Euro edges up from 16-mth low vs dlr but gains capped
Euro remains supported after eurozone CPI data as numbers came in line with expectations. Also better Italian and Greek data aidedReuters

The Euro edged higher against the dollar on the release of CPI data in line with expectations, despite eurozone inflation slowing November thanks mainly to turbulence within the energy sector.

Also, quickening inflation in Italy and rising GDP growth data from Greece helped the common currency add some points.

EUR/USD rose to 1.2463 from 1.2436 following the data before easing to 1.2453 by 11:45 GMT.

The pair had fallen to as low as 1.2429 earlier in the day, not far away from the 14-month low of 1.2358 hit earlier in the month.

As per preliminary estimates, the consumer price inflation of eurozone is likely to be 0.3% from a year earlier for November, down from 0.4% recorded for October. The core measure stood at 0.7%, unchanged from the previous month and market consensus.

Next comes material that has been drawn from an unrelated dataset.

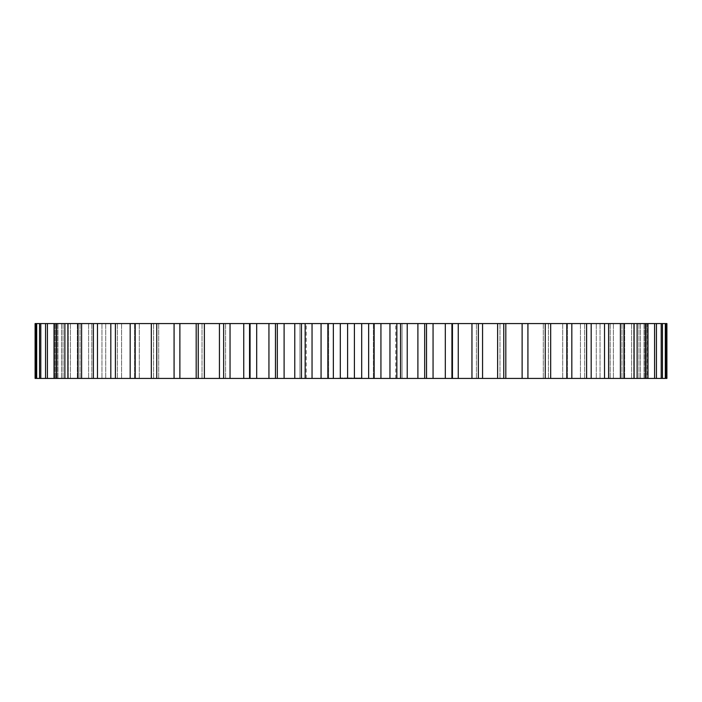 <?xml version="1.0" encoding="UTF-8"?>
<svg xmlns="http://www.w3.org/2000/svg" width="702" height="702" viewBox="0 0 702 702"><rect width="100%" height="100%" fill="white"/><g stroke="black" fill="none" stroke-linecap="round" stroke-linejoin="round"><path stroke-width="0.53" stroke-dasharray="3.51 2.63" d="M666.9 323.578L666.9 378.422L646.7 378.422L665.944 378.422L647.007 378.422L647.007 323.578L666.9 323.578M647.007 323.578L646.7 378.422L665.944 378.422L476.43 378.422L478.36 378.422L476.43 378.422L478.36 378.422L478.36 323.578L476.43 323.578L647.007 323.578M452.448 323.578L478.36 323.578L478.36 378.422L451.877 378.422L452.448 378.422L452.448 323.578M426.544 378.422L426.509 323.578L451.93 323.578L451.93 378.422L354.37 378.422L354.405 377.983M275.491 323.578L275.491 378.422L275.491 323.578L250.07 323.578L250.123 378.422L249.552 378.422L249.552 323.578L250.123 323.578L223.64 323.578L223.64 378.422L223.64 323.578L225.57 323.578L35.1 323.578L35.1 378.422L275.491 378.422L275.456 323.578L426.509 323.578L426.509 378.422L426.544 323.578M328.624 323.578L402.035 323.578L328.624 323.578L328.624 378.422L299.965 378.422L402.035 378.422L328.624 378.422L328.624 323.578M402.035 323.578L395.752 323.578L402.035 323.578L402.035 378.422L395.752 378.422L402.035 378.422L402.035 323.578M299.965 323.578L306.248 323.578L299.965 323.578L299.965 378.422L306.248 378.422L299.965 378.422L299.965 323.578M275.491 378.422L354.405 378.422L354.405 323.578M339.689 378.422L341.541 378.422L339.689 377.983M341.716 378.422L341.997 377.983L341.716 378.422M342.357 378.422L341.997 377.983L342.795 377.983L342.357 378.422M342.901 378.422L342.795 377.983L342.901 378.422M338.583 378.422L338.583 377.983M346.314 378.422L345.524 377.983L346.314 378.422M347.297 378.422L346.612 378.422L347.306 377.983M348.368 378.422L347.525 377.983L348.368 378.422M349.087 378.422L348.622 377.983L349.087 378.422M351.36 378.422L349.28 378.422L352.72 378.422L350.438 377.983L352.869 377.983L349.28 377.983L351.36 377.983M346.104 378.422L347.692 377.983L346.077 377.983M347.832 378.422L347.832 377.983M348.324 378.422L349.657 378.422L348.192 377.983L349.657 377.983L348.324 378.422M349.798 378.422L348.455 378.422L349.833 377.983M349.385 378.422L348.455 377.983L349.657 377.983L348.455 377.983L349.526 377.983L349.385 378.422M353.589 378.422L353.132 377.983L353.589 378.422M354.475 378.422L353.001 378.422L354.571 377.983L353.001 377.983L354.598 377.983L354.475 378.422M355.537 378.422L354.782 377.983L355.537 378.422M356.458 378.422L355.765 378.422L356.458 378.422M355.151 378.422L355.484 377.983L355.151 378.422M358.073 378.422L358.292 377.983L358.073 378.422M359.617 378.422L358.827 378.422L359.749 377.983L358.827 377.983L359.617 378.422M358.696 378.422L358.827 377.983L358.696 378.422M360.117 378.422L360.258 377.983L360.117 378.422M360.6 378.422L360.6 377.983M361.302 378.422L362.083 378.422L361.17 377.983L362.083 377.983L361.17 377.983L361.302 378.422M362.214 378.422L362.083 377.983L362.214 378.422M646.7 323.578L646.7 378.422L646.7 323.578M665.944 323.578L665.944 378.422M665.321 323.578L665.321 378.422M644.927 323.578L644.927 378.422L644.927 323.578M644.015 323.578L644.015 378.422L644.015 323.578M662.442 323.578L662.442 378.422M661.205 323.578L661.205 378.422M640.487 323.578L640.487 378.422L640.487 323.578M638.969 323.578L638.969 378.422L638.969 323.578M656.44 323.578L656.44 378.422M654.589 323.578L654.589 378.422M633.713 323.578L633.713 378.422L633.713 323.578M631.607 323.578L631.607 378.422L631.607 323.578M647.981 323.578L647.981 378.422M645.533 323.578L645.533 378.422M624.657 323.578L624.657 378.422L624.657 323.578M621.99 323.578L621.99 378.422L621.99 323.578M637.126 323.578L637.126 378.422M634.108 323.578L634.108 378.422M613.408 323.578L613.408 378.422L613.408 323.578M610.178 323.578L610.178 378.422L610.178 323.578M623.973 323.578L623.973 378.422M620.401 323.578L620.401 378.422M600.034 323.578L600.034 378.422L600.034 323.578M596.288 323.578L596.288 378.422L596.288 323.578M608.616 323.578L608.616 378.422M604.519 323.578L604.519 378.422M584.661 323.578L584.661 378.422L584.661 323.578M580.422 323.578L580.422 378.422L580.422 323.578M591.189 323.578L591.189 378.422M586.609 323.578L586.609 378.422M567.409 323.578L567.409 378.422L567.409 323.578M562.706 323.578L562.706 378.422L562.706 323.578M571.823 323.578L571.823 378.422M566.795 323.578L566.795 378.422M548.411 323.578L548.411 378.422L548.411 323.578M543.287 323.578L543.287 378.422L543.287 323.578M550.684 323.578L550.684 378.422M545.243 323.578L545.243 378.422M527.825 323.578L527.825 378.422L527.825 323.578M522.323 323.578L522.323 378.422L522.323 323.578M527.93 323.578L527.93 378.422M522.121 323.578L522.121 378.422M505.817 323.578L505.817 378.422M499.982 323.578L499.982 378.422L499.982 323.578M503.764 323.578L503.764 378.422M497.63 323.578L497.63 378.422M482.564 323.578L482.564 378.422M476.43 323.578L476.43 378.422L476.43 323.578M471.955 323.578L471.955 378.422M458.248 323.578L458.248 378.422M451.877 323.578L451.877 378.422M451.93 323.578L451.93 378.422M445.305 323.578L445.305 378.422M433.064 323.578L433.064 378.422M424.684 323.578L424.684 378.422M417.901 323.578L417.901 378.422M407.23 323.578L407.23 378.422M400.535 323.578L400.535 378.422M396.849 323.578L396.849 378.422M389.952 323.578L389.952 378.422M380.932 323.578L380.932 378.422M374.157 323.578L374.157 378.422M368.647 323.578L368.647 378.422M361.697 323.578L361.697 378.422M347.595 323.578L347.595 378.422M340.303 323.578L340.303 378.422M333.353 323.578L333.353 378.422M327.843 323.578L327.843 378.422M321.068 323.578L321.068 378.422M312.048 323.578L312.048 378.422M305.151 323.578L305.151 378.422M301.465 323.578L301.465 378.422M294.77 323.578L294.77 378.422M284.099 323.578L284.099 378.422M277.316 323.578L277.316 378.422M268.936 323.578L268.936 378.422M256.695 323.578L256.695 378.422M250.07 323.578L250.07 378.422M250.123 323.578L250.123 378.422M243.752 323.578L243.752 378.422M230.045 323.578L230.045 378.422M225.57 323.578L225.57 378.422L225.57 323.578M219.436 323.578L219.436 378.422M204.37 323.578L204.37 378.422M198.236 323.578L198.236 378.422M202.018 323.578L202.018 378.422L202.018 323.578M196.183 323.578L196.183 378.422M179.879 323.578L179.879 378.422M174.07 323.578L174.07 378.422M179.677 323.578L179.677 378.422L179.677 323.578M174.175 323.578L174.175 378.422L174.175 323.578M156.757 323.578L156.757 378.422M151.316 323.578L151.316 378.422M158.713 323.578L158.713 378.422L158.713 323.578M153.589 323.578L153.589 378.422L153.589 323.578M135.205 323.578L135.205 378.422M130.177 323.578L130.177 378.422M139.294 323.578L139.294 378.422L139.294 323.578M134.591 323.578L134.591 378.422L134.591 323.578M115.391 323.578L115.391 378.422M110.811 323.578L110.811 378.422M121.578 323.578L121.578 378.422L121.578 323.578M117.339 323.578L117.339 378.422L117.339 323.578M97.481 323.578L97.481 378.422M93.384 323.578L93.384 378.422M105.712 323.578L105.712 378.422L105.712 323.578M101.965 323.578L101.965 378.422L101.965 323.578M81.599 323.578L81.599 378.422M78.027 323.578L78.027 378.422M91.822 323.578L91.822 378.422L91.822 323.578M88.592 323.578L88.592 378.422L88.592 323.578M67.892 323.578L67.892 378.422M64.874 323.578L64.874 378.422M80.01 323.578L80.01 378.422L80.01 323.578M77.343 323.578L77.343 378.422L77.343 323.578M56.467 323.578L56.467 378.422M54.019 323.578L54.019 378.422M70.393 323.578L70.393 378.422L70.393 323.578M68.287 323.578L68.287 378.422L68.287 323.578M47.411 323.578L47.411 378.422M45.56 323.578L45.56 378.422M63.031 323.578L63.031 378.422L63.031 323.578M61.513 323.578L61.513 378.422L61.513 323.578M40.795 323.578L40.795 378.422M39.558 323.578L39.558 378.422M57.985 323.578L57.985 378.422L57.985 323.578M57.073 323.578L57.073 378.422L57.073 323.578M36.679 323.578L36.679 378.422M36.056 323.578L36.056 378.422M55.3 323.578L55.3 378.422L55.3 323.578M54.993 323.578L54.993 378.422L54.993 323.578M373.376 323.578L373.376 378.422L373.376 323.578M340.356 378.422L341.839 377.983L340.347 377.983M340.742 378.422L340.742 377.983M341.146 378.422L341.146 377.983M341.839 378.422L341.181 378.422L341.839 377.983M342.936 378.422L342.936 377.983M340.373 378.422L340.373 377.983M340.76 378.422L340.76 377.983M341.154 378.422L341.181 377.983M346.376 378.422L346.376 377.983M345.849 378.422L345.849 377.983M346.332 378.422L346.349 377.983M346.226 378.422L346.226 377.983M346.762 378.422L347.183 377.983L346.762 378.422M348.183 378.422L348.192 377.983M347.753 378.422L347.753 377.983M350.263 378.422L350.272 377.983M349.28 378.422L349.28 377.983M345.472 378.422L345.489 377.983M344.647 378.422L344.647 377.983M344.217 378.422L344.217 377.983M345.059 378.422L345.059 377.983M344.033 378.422L344.033 377.983M344.594 378.422L344.594 377.983M344.085 378.422L344.085 377.983M345.191 378.422L345.191 377.983M349.657 378.422L349.622 377.983M349.526 378.422L349.526 377.983M351.658 378.422L351.658 377.983M351.807 378.422L351.807 377.983M351.43 378.422L351.43 377.983M351.518 378.422L351.518 377.983M351.202 378.422L351.202 377.983M351.053 378.422L351.053 377.983M351.123 378.422L351.123 377.983M350.825 378.422L350.825 377.983M350.895 378.422L350.895 377.983M350.596 378.422L350.596 377.983M350.737 378.422L350.737 377.983M350.438 378.422L350.412 377.983M352.167 378.422L352.176 377.983M353.132 378.422L353.132 377.983M354.571 378.422L354.571 377.983M353.808 378.422L353.808 377.983M354.94 378.422L354.958 377.983M354.817 378.422L354.817 377.983M356.484 378.422L355.765 377.983L356.476 377.983M355.765 378.422L355.782 377.983M356.265 378.422L356.274 377.983M357.16 378.422L357.16 377.983M350.526 378.422L350.526 377.983M351.474 378.422L351.474 377.983M351.246 378.422L351.246 377.983M353.124 378.422L353.124 377.983M354.598 378.422L354.598 377.983M354.334 378.422L354.334 377.983M357.915 378.422L357.844 377.983L357.915 378.422M358.292 378.422L358.292 377.983M357.844 378.422L357.844 377.983M360.784 378.422L360.784 377.983M361.039 378.422L361.039 377.983M360.679 378.422L360.679 377.983M360.837 378.422L360.837 377.983M361.951 378.422L361.433 377.983L361.951 378.422M353.957 378.422L353.957 377.983M358.959 377.983L359.477 378.422L358.959 377.983M347.165 378.422L347.165 377.983M354.001 378.422L353.966 377.983L354.001 378.422M357.292 378.422L357.265 377.983M356.862 378.422L356.897 377.983M346.13 378.422L346.147 377.983M345.981 378.422L345.981 377.983M346.262 378.422L346.262 377.983M346.156 378.422L346.191 377.983M345.647 378.422L345.647 377.983M345.823 378.422L345.823 377.983M347.236 378.422L347.236 377.983M349.859 378.422L349.859 377.983M349.447 378.422L349.447 377.983M349.324 378.422L349.324 377.983M350.052 378.422L350.052 377.983M350.184 378.422L350.184 377.983M355.265 378.422L355.265 377.983M355.423 378.422L355.423 377.983M355.387 378.422L355.387 377.983M354.975 378.422L354.975 377.983M356.239 378.422L356.239 377.983M356.379 378.422L356.379 377.983M356.081 378.422L356.081 377.983M355.914 378.422L355.923 377.983M357.353 378.422L357.353 377.983M357.072 378.422L357.064 377.983L357.072 378.422M356.791 378.422L356.791 377.983M347.157 378.422L347.157 377.983M346.885 378.422L346.885 377.983M306.248 378.422L306.248 323.578M395.752 378.422L395.752 323.578"/><path stroke-width="1.05" d="M527.825 323.578L666.9 323.578L666.9 378.422L527.825 378.422M522.121 323.578L522.121 378.422L527.93 378.422L527.93 323.578L426.509 323.578L426.544 378.422L174.07 378.422L174.07 323.578L179.879 323.578L179.879 378.422M426.509 323.578L179.879 323.578M174.175 323.578L35.1 323.578L35.1 378.422L174.175 378.422M522.121 378.422L426.509 378.422M665.944 323.578L665.944 378.422M665.321 323.578L665.321 378.422M662.442 323.578L662.442 378.422M661.205 323.578L661.205 378.422M656.44 323.578L656.44 378.422M654.589 323.578L654.589 378.422M647.981 323.578L647.981 378.422M645.533 323.578L645.533 378.422M637.126 323.578L637.126 378.422M634.108 323.578L634.108 378.422M623.973 323.578L623.973 378.422M620.401 323.578L620.401 378.422M608.616 323.578L608.616 378.422M604.519 323.578L604.519 378.422M591.189 323.578L591.189 378.422M586.609 323.578L586.609 378.422M571.823 323.578L571.823 378.422M566.795 323.578L566.795 378.422M550.684 323.578L550.684 378.422M545.243 323.578L545.243 378.422M505.817 323.578L505.817 378.422M503.764 323.578L503.764 378.422M497.63 323.578L497.63 378.422M482.564 323.578L482.564 378.422M478.36 323.578L478.36 378.422L478.36 323.578M471.955 323.578L471.955 378.422M458.248 323.578L458.248 378.422M451.93 323.578L451.93 378.422M445.305 323.578L445.305 378.422M433.064 323.578L433.064 378.422M424.684 323.578L424.684 378.422M417.901 323.578L417.901 378.422M407.23 323.578L407.23 378.422M400.535 323.578L400.535 378.422M396.849 323.578L396.849 378.422M389.952 323.578L389.952 378.422M380.932 323.578L380.932 378.422M374.157 323.578L374.157 378.422M368.647 323.578L368.647 378.422M361.697 323.578L361.697 378.422M354.405 323.578L354.405 378.422M347.595 323.578L347.595 378.422M340.303 323.578L340.303 378.422M333.353 323.578L333.353 378.422M327.843 323.578L327.843 378.422M321.068 323.578L321.068 378.422M312.048 323.578L312.048 378.422M305.151 323.578L305.151 378.422M301.465 323.578L301.465 378.422M294.77 323.578L294.77 378.422M284.099 323.578L284.099 378.422M277.316 323.578L277.316 378.422M268.936 323.578L268.936 378.422M256.695 323.578L256.695 378.422M250.07 323.578L250.07 378.422M243.752 323.578L243.752 378.422M230.045 323.578L230.045 378.422M223.64 323.578L223.64 378.422L223.64 323.578M219.436 323.578L219.436 378.422M204.37 323.578L204.37 378.422M198.236 323.578L198.236 378.422M196.183 323.578L196.183 378.422M156.757 323.578L156.757 378.422M151.316 323.578L151.316 378.422M135.205 323.578L135.205 378.422M130.177 323.578L130.177 378.422M115.391 323.578L115.391 378.422M110.811 323.578L110.811 378.422M97.481 323.578L97.481 378.422M93.384 323.578L93.384 378.422M81.599 323.578L81.599 378.422M78.027 323.578L78.027 378.422M67.892 323.578L67.892 378.422M64.874 323.578L64.874 378.422M56.467 323.578L56.467 378.422M54.019 323.578L54.019 378.422M47.411 323.578L47.411 378.422M45.56 323.578L45.56 378.422M40.795 323.578L40.795 378.422M39.558 323.578L39.558 378.422M36.679 323.578L36.679 378.422M36.056 323.578L36.056 378.422M452.448 378.422L452.448 323.578M275.456 378.422L275.456 323.578M249.552 378.422L249.552 323.578"/></g></svg>
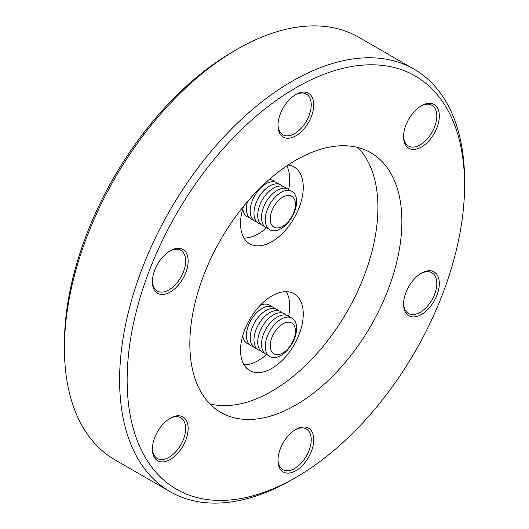 <?xml version="1.0" encoding="UTF-8"?>
<svg xmlns="http://www.w3.org/2000/svg" width="529" height="529" viewBox="0 0 529 529"><rect width="100%" height="100%" fill="white"/><g stroke="black" fill="none" stroke-linecap="round" stroke-linejoin="round"><path stroke-width="0.79" d="M249.311 344.333A22.178 12.802 -60 0 1 242.785 335.492M253.074 346.508A22.178 12.802 -60 0 1 247.083 330.023A22.178 12.802 -60 0 1 261.524 308.744A22.178 12.802 -60 0 1 274.928 308.658M256.836 348.684A22.178 12.802 -60 0 1 250.845 332.192A22.178 12.802 -60 0 1 265.287 310.913A22.178 12.802 -60 0 1 278.69 310.827M260.599 350.853A22.178 12.802 -60 0 1 254.614 334.368A22.178 12.802 -60 0 1 269.056 313.089A22.178 12.802 -60 0 1 282.453 313.003M264.361 353.028A22.178 12.802 -60 0 1 258.377 336.537A22.178 12.802 -60 0 1 272.819 315.264A22.178 12.802 -60 0 1 286.215 315.172M268.124 355.197A22.178 12.802 -60 0 1 262.139 338.712A22.178 12.802 -60 0 1 276.581 317.433A22.178 12.802 -60 0 1 289.978 317.347M281.521 355.111A22.178 12.802 -60 0 1 265.267 347.09A22.178 12.802 -60 0 1 280.344 319.609A22.178 12.802 -60 0 1 296.604 327.63A22.178 12.802 -60 0 1 281.521 355.111M283.286 352.711A17.821 10.289 -60 0 1 270.22 346.264A17.821 10.289 -60 0 1 282.341 324.178A17.821 10.289 -60 0 1 295.407 330.625A17.821 10.289 -60 0 1 283.286 352.711M270.054 178.769A22.178 12.802 -60 0 1 271.159 179.741M269.201 179.51A22.178 12.802 -60 0 1 274.928 181.91M256.836 221.935A22.178 12.802 -60 0 1 250.845 205.45A22.178 12.802 -60 0 1 265.287 184.171A22.178 12.802 -60 0 1 278.69 184.085M260.599 224.111A22.178 12.802 -60 0 1 254.614 207.626A22.178 12.802 -60 0 1 269.056 186.347A22.178 12.802 -60 0 1 282.453 186.261M264.361 226.28A22.178 12.802 -60 0 1 258.377 209.795A22.178 12.802 -60 0 1 272.819 188.516A22.178 12.802 -60 0 1 286.215 188.43M268.124 228.455A22.178 12.802 -60 0 1 262.139 211.97A22.178 12.802 -60 0 1 276.581 190.691A22.178 12.802 -60 0 1 289.978 190.605M280.344 192.86A22.178 12.802 -60 0 1 296.604 200.888A22.178 12.802 -60 0 1 281.521 228.369A22.178 12.802 -60 0 1 265.267 220.342A22.178 12.802 -60 0 1 280.344 192.86M282.341 197.436A17.821 10.289 -60 0 1 295.407 203.883A17.821 10.289 -60 0 1 283.286 225.969A17.821 10.289 -60 0 1 270.22 219.522A17.821 10.289 -60 0 1 282.341 197.436M243.532 206.35A44.35 25.604 120 0 0 249.728 243.809A44.35 25.604 120 0 0 271.899 241.614A44.35 25.604 120 0 0 300.875 202.534A44.35 25.604 120 0 0 294.078 166.992A44.35 25.604 120 0 0 288.041 165.035M286.784 165.875A44.35 25.604 -60 0 1 288.642 189.475M266.484 227.86A44.35 25.604 -60 0 1 258.35 233.792A44.35 25.604 -60 0 1 244.014 238.063M271.899 368.356A44.35 25.604 120 0 0 300.875 329.276A44.35 25.604 120 0 0 294.078 293.734A44.35 25.604 120 0 0 271.899 295.929A44.35 25.604 120 0 0 242.93 335.016A44.35 25.604 120 0 0 249.728 370.551A44.35 25.604 120 0 0 271.899 368.356M286.242 291.658A44.35 25.604 -60 0 1 288.642 316.223M266.484 354.609A44.35 25.604 -60 0 1 258.35 360.533A44.35 25.604 -60 0 1 244.014 364.805M170.278 418.194L170.278 418.194A25.28 14.594 -60 0 1 188.152 428.516A25.28 14.594 -60 0 1 170.278 459.476A25.28 14.594 -60 0 1 152.398 449.154A25.28 14.594 -60 0 1 170.278 418.194L170.278 418.194M152.412 448.413A23.507 13.569 120 0 0 157.272 458.464A23.507 13.569 120 0 0 169.022 457.301A23.507 13.569 120 0 0 184.376 436.59A23.507 13.569 120 0 0 180.773 417.751A23.507 13.569 120 0 0 169.637 418.578M421.448 105.734L421.448 105.734A25.28 14.594 -60 0 1 439.321 116.056A25.28 14.594 -60 0 1 421.448 147.016A25.28 14.594 -60 0 1 403.567 136.7A25.28 14.594 -60 0 1 421.448 105.734L421.448 105.734M403.581 135.953A23.507 13.569 120 0 0 408.441 146.011A23.507 13.569 120 0 0 420.191 144.847A23.507 13.569 120 0 0 435.546 124.13A23.507 13.569 120 0 0 431.942 105.297A23.507 13.569 120 0 0 420.806 106.117M421.448 273.182L421.448 273.182A25.28 14.594 -60 0 1 439.321 283.504A25.28 14.594 -60 0 1 421.448 314.464A25.28 14.594 -60 0 1 403.567 304.142A25.28 14.594 -60 0 1 421.448 273.182L421.448 273.182M403.581 303.401A23.507 13.569 120 0 0 408.441 313.459A23.507 13.569 120 0 0 420.191 312.295A23.507 13.569 120 0 0 435.546 291.578A23.507 13.569 120 0 0 431.942 272.746A23.507 13.569 120 0 0 420.806 273.566M295.863 94.519L295.863 94.519A25.28 14.594 -60 0 1 313.737 104.841A25.28 14.594 -60 0 1 295.863 135.801A25.28 14.594 -60 0 1 277.983 125.479A25.28 14.594 -60 0 1 295.863 94.519L295.863 94.519M277.996 124.738A23.507 13.569 120 0 0 282.856 134.789A23.507 13.569 120 0 0 294.607 133.625A23.507 13.569 120 0 0 309.961 112.915A23.507 13.569 120 0 0 306.357 94.076A23.507 13.569 120 0 0 295.222 94.903M295.863 429.409L295.863 429.409A25.28 14.594 -60 0 1 313.737 439.731A25.28 14.594 -60 0 1 295.863 470.691A25.28 14.594 -60 0 1 277.983 460.375A25.28 14.594 -60 0 1 295.863 429.409L295.863 429.409M277.996 459.628A23.507 13.569 120 0 0 282.856 469.686A23.507 13.569 120 0 0 294.607 468.522A23.507 13.569 120 0 0 309.961 447.805A23.507 13.569 120 0 0 306.357 428.973A23.507 13.569 120 0 0 295.222 429.793M170.278 250.746L170.278 250.746A25.28 14.594 -60 0 1 188.152 261.068A25.28 14.594 -60 0 1 170.278 292.028A25.28 14.594 -60 0 1 152.398 281.706A25.28 14.594 -60 0 1 170.278 250.746L170.278 250.746M152.412 280.965A23.507 13.569 120 0 0 157.272 291.023A23.507 13.569 120 0 0 169.022 289.859A23.507 13.569 120 0 0 184.376 269.142A23.507 13.569 120 0 0 180.773 250.31A23.507 13.569 120 0 0 169.637 251.13M357.882 147.512A149.932 86.564 -60 0 1 366.286 270.048A149.932 86.564 -60 0 1 271.899 391.196A149.932 86.564 -60 0 1 209.881 403.872M295.863 160.181A149.932 86.564 -60 0 1 370.829 152.755A149.932 86.564 -60 0 1 393.807 272.904A149.932 86.564 -60 0 1 295.863 405.029A149.932 86.564 -60 0 1 220.897 412.455A149.932 86.564 -60 0 1 197.912 292.306A149.932 86.564 -60 0 1 295.863 160.181M292.101 479.598A243.929 140.833 -60 0 1 292.101 479.605L295.863 477.429A238.605 137.758 -60 0 1 127.139 380.014A238.605 137.758 -60 0 1 295.863 87.781A238.605 137.758 -60 0 1 464.581 185.196A238.605 137.758 -60 0 1 295.863 477.429L292.101 479.605A243.929 140.833 -60 0 1 170.133 491.686A243.929 140.833 -60 0 1 132.739 296.22A243.929 140.833 -60 0 1 292.101 81.268A243.929 140.833 -60 0 1 414.062 69.187A243.929 140.833 -60 0 1 464.581 180.852A243.929 140.833 -60 0 1 464.574 183.041M170.133 491.686L114.938 459.813A243.929 140.833 -60 0 1 64.419 348.148A243.929 140.833 -60 0 1 236.899 49.402A243.929 140.833 -60 0 1 236.899 49.395A243.929 140.833 -60 0 1 358.867 37.314L414.062 69.187M64.419 348.148L64.419 343.804A238.605 137.758 -60 0 1 233.137 51.571L236.899 49.402L233.137 51.571M253.074 219.766A22.178 12.802 -60 0 1 247.519 201.556M249.311 217.591A22.178 12.802 -60 0 1 242.785 208.75M260.242 305.259A22.178 12.802 -60 0 1 271.159 306.483M464.581 185.196L464.581 180.852"/></g></svg>

Eurostat said services is expected to have the highest annual rate of inflation in November at 1.1%, compared with 1.2% in October, followed by food, alcohol and tobacco which stood unchanged at 0.5%.

Energy price deflation worsened to -2.5% from -2.0% in October, the official statistics agency said.

Other data showed eurozone unemployment rate stood at 11.5% in October, matching September reading and market expectations.

Elsewhere, the Greek economy registered a year-on-year 1.9% GDP growth in the third quarter, sharply higher than the previous quarter's 0.4% growth.

Meanwhile, preliminary estimates of Italian CPI for November showed a reading of 0.2% compared with October's 0.1%, adding to the euro-positives of Friday.

Investors were largely concerned about the eurozone CPI data since last Friday as the European Central Bank president Mario Draghi had warned of likely quick monetary measures in case of further evidence of deflationary pressures in the region.

Thursday, Draghi had somewhat mitigated his earlier remarks by saying monetary steps would not be sufficient to address the economic challenges of the region and more strategic and reform-oriented measures would be required.

His latest comments were taken as the central bank's wariness about excessively loosening the monitory policy, prompting analysts to reduce expectations of additional stimulative measures.